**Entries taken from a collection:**
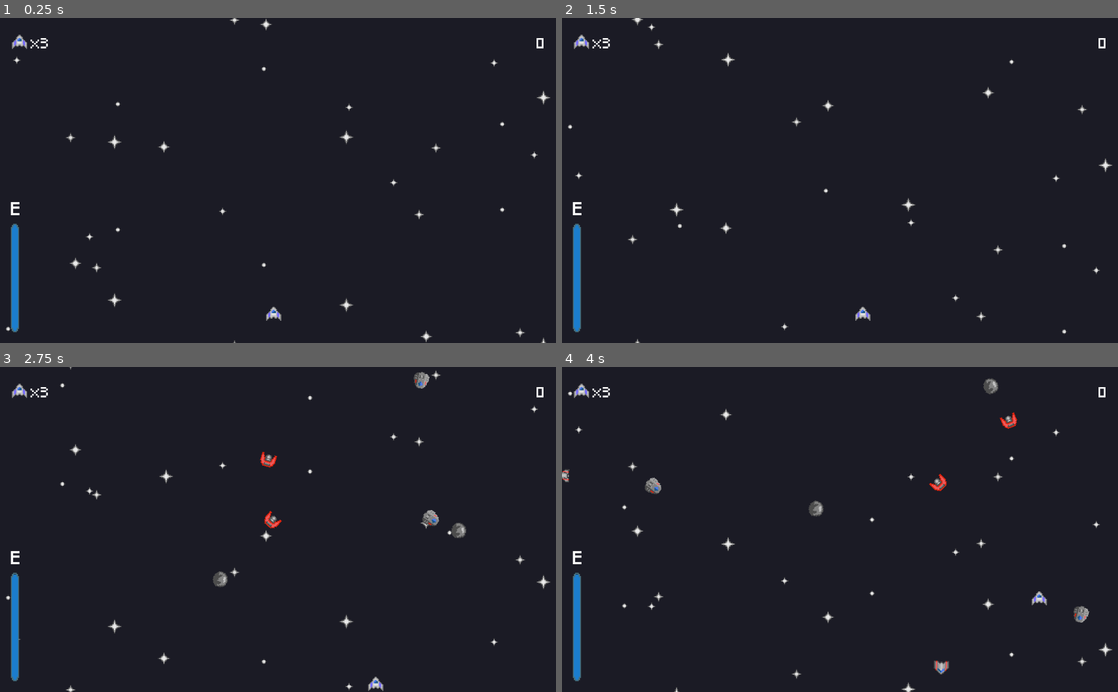
Above: before the commit, frames 1-4 (two rows, left to right).
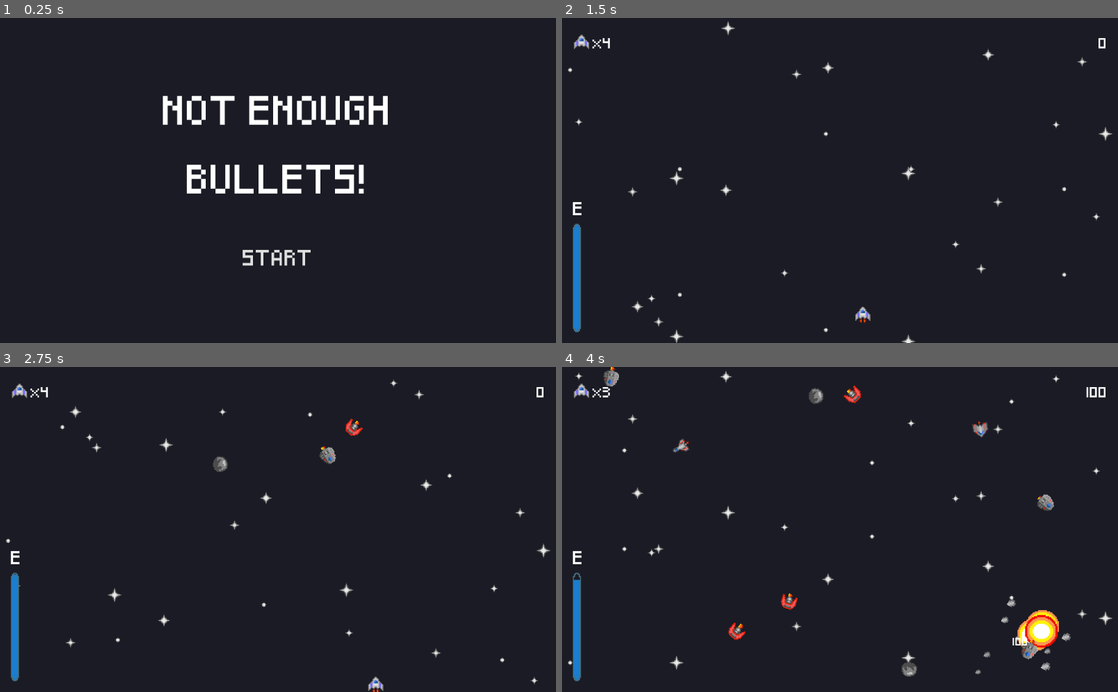
Above: after the commit, the same moments.

Repository: vindow/not-enough-bullets-gmtk
Game: Godot game, scene res://scenes/UI/main_menu.tscn
Two runs of this game, one before a commit and one after it. Both use one fixed random seed, a clock stepped at 60 frames per second and the inputs below. Before the commit the project starts from res://scenes/levels/level_1.tscn.
Inputs (mouse positions are in pixels of both pictures, inside the frame that each line leads up to):
- Up to frame 1 (0.25 s): no input
- Up to frame 2 (1.5 s): click (840, 255) at 0.5 s, where only the run after the commit has a clickable "START"; hold Right (move_right) from 1.28 s (still down); hold Shift (throttle_move) from 1.28 s (still down)
- Up to frame 3 (2.75 s): release Right (move_right) at 2.03 s; release Shift (throttle_move) at 2.03 s; hold Down (move_down) from 2.03 s (still down); tap Space (use_barrier) at 2.1 s
- Up to frame 4 (4 s): release Down (move_down) at 2.78 s; hold Right (move_right) 2.78-3.53 s; hold Shift (throttle_move) 2.78-3.53 s; hold Up (move_up) from 3.53 s (still down); tap Space (use_barrier) at 3.6 s

The runs differ from the first frame. In frame 1, 4.6% of the frame differs, in the area x 1-99%, y 0-100%; in frame 2, 1.1%; in frame 3, 2.0%; in frame 4, 3.8%.

Commit message:
Minor bugfixes.

Diff:
--- a/project.godot
+++ b/project.godot
@@ -11,8 +11,8 @@
 [application]
 
 config/name="NotEnoughBullets"
-run/main_scene="res://scenes/levels/level_1.tscn"
-config/icon="res://icon.png"
+run/main_scene="res://scenes/UI/main_menu.tscn"
+config/icon="res://assets/images/player_ship.png"
 
 [autoload]
 
--- a/scenes/UI/game_over.tscn
+++ b/scenes/UI/game_over.tscn
@@ -3,33 +3,31 @@
 [ext_resource path="res://scenes/UI/win_screen.tscn" type="PackedScene" id=1]
 [ext_resource path="res://assets/sounds/game_over.wav" type="AudioStream" id=2]
 
-[node name="main_menu" index="0" instance=ExtResource( 1 )]
+[node name="game_over" index="0" instance=ExtResource( 1 )]
 
-margin_bottom = 0.0
-custom_constants/margin_right = 200
-custom_constants/margin_left = 200
+custom_constants/margin_right = 100
+custom_constants/margin_left = 100
 
 [node name="VBoxContainer" parent="." index="0"]
 
-margin_left = 200.0
-margin_right = 824.0
-margin_bottom = 500.0
+margin_left = 100.0
+margin_right = 924.0
 
 [node name="title" parent="VBoxContainer" index="0"]
 
-margin_right = 624.0
+margin_right = 824.0
 text = "GAME OVER"
 
 [node name="score" parent="VBoxContainer" index="1"]
 
-margin_right = 624.0
+margin_right = 824.0
 
 [node name="start_button" parent="VBoxContainer" index="2"]
 
-margin_right = 624.0
+margin_right = 824.0
 
 [node name="AudioStreamPlayer" parent="." index="1"]
 
 stream = ExtResource( 2 )
-volume_db = -14.0
+volume_db = -13.0
 pitch_scale = 0.75
--- a/scenes/UI/main_menu.tscn
+++ b/scenes/UI/main_menu.tscn
@@ -1,7 +1,8 @@
-[gd_scene load_steps=5 format=2]
+[gd_scene load_steps=6 format=2]
 
 [ext_resource path="res://scripts/main_menu.gd" type="Script" id=1]
 [ext_resource path="res://assets/fonts/Pixeled.ttf" type="DynamicFontData" id=2]
+[ext_resource path="res://assets/sounds/menu_jingle.wav" type="AudioStream" id=3]
 
 [sub_resource type="DynamicFont" id=1]
 
@@ -107,4 +108,13 @@
 align = 1
 _sections_unfolded = [ "Margin", "custom_constants", "custom_fonts" ]
 
+[node name="AudioStreamPlayer" type="AudioStreamPlayer" parent="." index="1"]
+
+stream = ExtResource( 3 )
+volume_db = -13.0
+pitch_scale = 0.9
+autoplay = true
+mix_target = 0
+bus = "Master"
+
 [connection signal="pressed" from="VBoxContainer/start_button" to="." method="_on_start_button_pressed"]
--- a/scenes/UI/win_screen.tscn
+++ b/scenes/UI/win_screen.tscn
@@ -13,28 +13,23 @@
 font_data = ExtResource( 3 )
 _sections_unfolded = [ "Font", "Settings" ]
 
-[sub_resource type="DynamicFont" id=2]
+[sub_resource type="DynamicFont" id=1]
 
-size = 16
+size = 20
 use_mipmaps = false
 use_filter = false
 font_data = ExtResource( 3 )
 _sections_unfolded = [ "Font", "Settings" ]
 
-[node name="main_menu" instance=ExtResource( 1 )]
+[node name="win_screen" instance=ExtResource( 1 )]
 
-margin_bottom = 60.0
 script = ExtResource( 2 )
-
-[node name="VBoxContainer" parent="." index="0"]
-
-margin_bottom = 560.0
 
 [node name="title" parent="VBoxContainer" index="0"]
 
 margin_bottom = 168.0
-custom_fonts/font = SubResource( 1 )
-text = "YOU WIN !"
+custom_fonts/font = SubResource( 2 )
+text = "YOU WIN!"
 
 [node name="score" type="Label" parent="VBoxContainer" index="1"]
 
@@ -44,15 +39,15 @@
 anchor_bottom = 0.0
 margin_top = 218.0
 margin_right = 424.0
-margin_bottom = 264.0
+margin_bottom = 274.0
 rect_pivot_offset = Vector2( 0, 0 )
 rect_clip_content = false
 mouse_filter = 2
 mouse_default_cursor_shape = 0
 size_flags_horizontal = 1
 size_flags_vertical = 4
-custom_fonts/font = SubResource( 2 )
-text = "Final Score:"
+custom_fonts/font = SubResource( 1 )
+text = "FINAL SCORE: "
 align = 1
 percent_visible = 1.0
 lines_skipped = 0
@@ -61,15 +56,11 @@
 
 [node name="start_button" parent="VBoxContainer" index="2"]
 
-margin_top = 314.0
-margin_bottom = 388.0
+margin_top = 324.0
+margin_bottom = 398.0
 text = "RESTART?"
 
-[node name="AudioStreamPlayer" type="AudioStreamPlayer" parent="." index="1"]
+[node name="AudioStreamPlayer" parent="." index="1"]
 
 stream = ExtResource( 4 )
 volume_db = -10.0
-pitch_scale = 1.0
-autoplay = true
-mix_target = 0
-bus = "Master"
--- a/scenes/units/enemies/enemy.tscn
+++ b/scenes/units/enemies/enemy.tscn
@@ -535,7 +535,6 @@
 
 [node name="thruster" type="Sprite" parent="." index="11"]
 
-visible = false
 vframes = 4
 _sections_unfolded = [ "Animation", "Visibility" ]
 
--- a/scenes/units/enemies/enemy_large.tscn
+++ b/scenes/units/enemies/enemy_large.tscn
@@ -64,7 +64,6 @@
 
 [node name="Particles2D" parent="." index="4"]
 
-modulate = Color( 1, 1, 1, 0 )
 emitting = true
 
 [node name="AnimationPlayer" parent="." index="5"]
--- a/scenes/units/player/player_ship.tscn
+++ b/scenes/units/player/player_ship.tscn
@@ -438,7 +438,6 @@
 
 [node name="thruster_left" type="Sprite" parent="." index="16"]
 
-visible = false
 position = Vector2( -4, 18 )
 texture = ExtResource( 11 )
 vframes = 4
@@ -446,7 +445,6 @@
 
 [node name="thruster_right" type="Sprite" parent="." index="17"]
 
-visible = false
 position = Vector2( 4, 18 )
 scale = Vector2( -1, 1 )
 texture = ExtResource( 11 )
--- a/scripts/player_ship.gd
+++ b/scripts/player_ship.gd
@@ -3,7 +3,7 @@
 var velocity = 350
 var throttled_velocity = 250
 
-var lives = 3
+var lives = 4
 signal life_change(num_lives)
 
 var can_move = true
Not shown, added: assets/sounds/menu_jingle.wav.import
Not shown, added: export_presets.cfg
Binary file added: favicon.ico
Not shown: 1 places in scenes/UI/win_screen.tscn that only renumber resources
Not shown, added: assets/sounds/menu_jingle.wav

**TASK TO CARRY OUT:**
Set down word for word the lines from the opening of the entries above through the line that contains "Two runs of", and omit every picture.

**EXERCISE SOLUTION:**
Above: before the commit, frames 1-4 (two rows, left to right).
Above: after the commit, the same moments.

Repository: vindow/not-enough-bullets-gmtk
Game: Godot game, scene res://scenes/UI/main_menu.tscn
Two runs of this game, one before a commit and one after it. Both use one fixed random seed, a clock stepped at 60 frames per second and the inputs below. Before the commit the project starts from res://scenes/levels/level_1.tscn.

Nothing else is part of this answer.